WHAT THIS TASK INVOLVES | At the line containing "length / 2, 0))", begin setting down the entries exactly, and stop only after the last line.

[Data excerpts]
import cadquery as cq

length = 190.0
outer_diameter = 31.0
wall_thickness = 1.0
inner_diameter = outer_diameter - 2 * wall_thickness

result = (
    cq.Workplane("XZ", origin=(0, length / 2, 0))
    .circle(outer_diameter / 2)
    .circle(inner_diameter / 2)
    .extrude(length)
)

RESPONSE |
    cq.Workplane("XZ", origin=(0, length / 2, 0))
    .circle(outer_diameter / 2)
    .circle(inner_diameter / 2)
    .extrude(length)
)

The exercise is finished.